In northern Maine, the temperature dipped to minus 36 Wednesday morning. The weather service was calling for wind chills as low as minus 45.

Sex offender Facebook ban is tossed

INDIANAPOLIS - An Indiana law that bans registered sex offenders from using Facebook and other social-networking sites that can be accessed by children is unconstitutional, a federal appeals court ruled Wednesday.

The 7th U.S. Circuit of Appeals in Chicago overturned a federal judge’s decision upholding the law, saying the state was justified in trying to protect children but that the “blanket ban” went too far by restricting free speech.

The 2008 law “broadly prohibits substantial protected speech rather than specifically targeting the evil of improper communications to minors,” the judges wrote.

“The goal of deterrence does not license the state to restrict far more speech than necessary to target the prospective harm,” they said in a 20-page decision.

The judges noted that the U.S. Supreme Court has also struck down laws that restricted the constitutional right to freedom of expression, such as one that sought to ban leafleting on the premise that it would prevent the dropping of litter.

Returned Coast Guardsman put in brig

HONOLULU - A Coast Guardsman who disappeared more than three months ago and showed up at his home over the weekend was in military custody at Pearl Harbor on Wednesday after being released from the hospital.

Tripler Army Medical Center medically cleared and released Petty Officer 1st Class Russell Matthews on Tuesday night, Coast Guard spokesman Chief Warrant Officer Gene Maestas said.

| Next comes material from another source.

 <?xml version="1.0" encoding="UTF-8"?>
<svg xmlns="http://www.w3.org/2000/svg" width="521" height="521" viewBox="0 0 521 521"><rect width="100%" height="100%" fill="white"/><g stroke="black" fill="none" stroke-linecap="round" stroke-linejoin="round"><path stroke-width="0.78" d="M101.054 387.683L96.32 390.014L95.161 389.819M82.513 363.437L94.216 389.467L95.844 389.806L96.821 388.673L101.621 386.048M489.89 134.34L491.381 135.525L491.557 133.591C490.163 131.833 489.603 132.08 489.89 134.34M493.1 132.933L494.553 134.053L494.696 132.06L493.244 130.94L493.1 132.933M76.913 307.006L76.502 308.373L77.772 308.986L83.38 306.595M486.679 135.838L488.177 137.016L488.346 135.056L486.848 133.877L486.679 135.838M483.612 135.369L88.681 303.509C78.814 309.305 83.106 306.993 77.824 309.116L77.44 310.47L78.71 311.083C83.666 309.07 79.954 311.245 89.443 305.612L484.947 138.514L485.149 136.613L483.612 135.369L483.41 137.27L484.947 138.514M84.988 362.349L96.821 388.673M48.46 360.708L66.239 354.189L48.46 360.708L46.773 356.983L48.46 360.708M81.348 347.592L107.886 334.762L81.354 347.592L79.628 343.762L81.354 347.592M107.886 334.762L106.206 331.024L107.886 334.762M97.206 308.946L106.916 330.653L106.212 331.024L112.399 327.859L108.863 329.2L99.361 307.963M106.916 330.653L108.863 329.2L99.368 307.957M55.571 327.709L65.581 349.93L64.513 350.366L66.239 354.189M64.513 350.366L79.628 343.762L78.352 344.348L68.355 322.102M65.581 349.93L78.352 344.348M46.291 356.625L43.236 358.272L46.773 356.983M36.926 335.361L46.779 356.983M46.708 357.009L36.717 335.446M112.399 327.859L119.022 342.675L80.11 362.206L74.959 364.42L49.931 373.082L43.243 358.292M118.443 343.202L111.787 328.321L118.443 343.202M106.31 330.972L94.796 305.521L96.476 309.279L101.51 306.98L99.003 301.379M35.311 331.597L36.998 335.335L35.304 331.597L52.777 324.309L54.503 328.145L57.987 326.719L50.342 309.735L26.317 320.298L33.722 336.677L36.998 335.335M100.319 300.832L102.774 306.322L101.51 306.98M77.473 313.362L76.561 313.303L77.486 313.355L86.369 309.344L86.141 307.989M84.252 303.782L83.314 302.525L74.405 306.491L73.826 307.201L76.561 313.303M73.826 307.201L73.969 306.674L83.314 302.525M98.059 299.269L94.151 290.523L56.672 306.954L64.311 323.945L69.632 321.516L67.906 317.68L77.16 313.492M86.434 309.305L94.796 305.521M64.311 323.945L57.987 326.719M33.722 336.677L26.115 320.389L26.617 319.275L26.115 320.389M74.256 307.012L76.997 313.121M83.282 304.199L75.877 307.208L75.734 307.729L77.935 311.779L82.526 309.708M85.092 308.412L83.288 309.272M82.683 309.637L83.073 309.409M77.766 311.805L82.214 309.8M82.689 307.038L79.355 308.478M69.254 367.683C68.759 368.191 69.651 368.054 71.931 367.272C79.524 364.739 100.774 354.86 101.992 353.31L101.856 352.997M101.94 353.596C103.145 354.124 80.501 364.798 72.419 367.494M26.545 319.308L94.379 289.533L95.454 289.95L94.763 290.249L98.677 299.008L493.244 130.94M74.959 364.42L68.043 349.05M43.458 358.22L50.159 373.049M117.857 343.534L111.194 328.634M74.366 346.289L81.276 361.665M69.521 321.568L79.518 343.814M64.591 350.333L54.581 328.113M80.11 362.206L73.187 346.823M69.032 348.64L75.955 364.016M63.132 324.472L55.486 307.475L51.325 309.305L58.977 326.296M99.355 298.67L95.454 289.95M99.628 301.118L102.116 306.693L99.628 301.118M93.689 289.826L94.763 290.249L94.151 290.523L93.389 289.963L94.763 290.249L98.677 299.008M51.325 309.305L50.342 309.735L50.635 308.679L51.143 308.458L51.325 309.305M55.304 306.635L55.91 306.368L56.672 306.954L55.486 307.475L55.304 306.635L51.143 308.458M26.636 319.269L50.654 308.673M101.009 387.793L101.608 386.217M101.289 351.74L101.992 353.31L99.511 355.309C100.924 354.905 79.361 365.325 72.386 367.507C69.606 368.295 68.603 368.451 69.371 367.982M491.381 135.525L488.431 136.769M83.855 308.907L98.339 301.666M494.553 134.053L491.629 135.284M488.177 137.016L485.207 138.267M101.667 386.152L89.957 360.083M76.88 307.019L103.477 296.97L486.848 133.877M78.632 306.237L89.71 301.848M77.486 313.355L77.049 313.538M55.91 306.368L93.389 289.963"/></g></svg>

When Matthews, 36, vanished in October, he was being discharged from the Coast Guard for illegal use of marijuana, Maestas said.

Matthews hasn’t been arrested. But Maestas said Matthews’ unauthorized absence for three months and the circumstances surrounding his disappearance make him a flight risk, so his commanding officer ordered him into pretrial confinement at the naval brig on Ford Island while the Coast Guard investigates his case.

Leahy bill targets ‘straw’ gun-buying

Sen. Patrick Leahy, a Vermont Democrat and chairman of the Senate Judiciary Committee, introduced legislation Wednesday that would give law-enforcement officials more tools to investigate so-called straw purchasing of guns.A straw purchaser is someone who buys a firearm for someone else who is prohibited from obtaining one on his own.

The bill, known as the Stop Illegal Trafficking in Firearms Act, also would create tough penalties for those who make purchases with the intent to transfer a gun in that manner, particularly in cases involving crimes of violence or drug trafficking.

Leahy announced his bill a day before Sen. Dianne Feinstein of California introduces her own measure, which would ban military-style assault weapons and high capacity magazines.

The Judiciary Committee will hold its first hearing of the 113th Congress on gun violence on Wednesday; a witness list will be made public later in the week.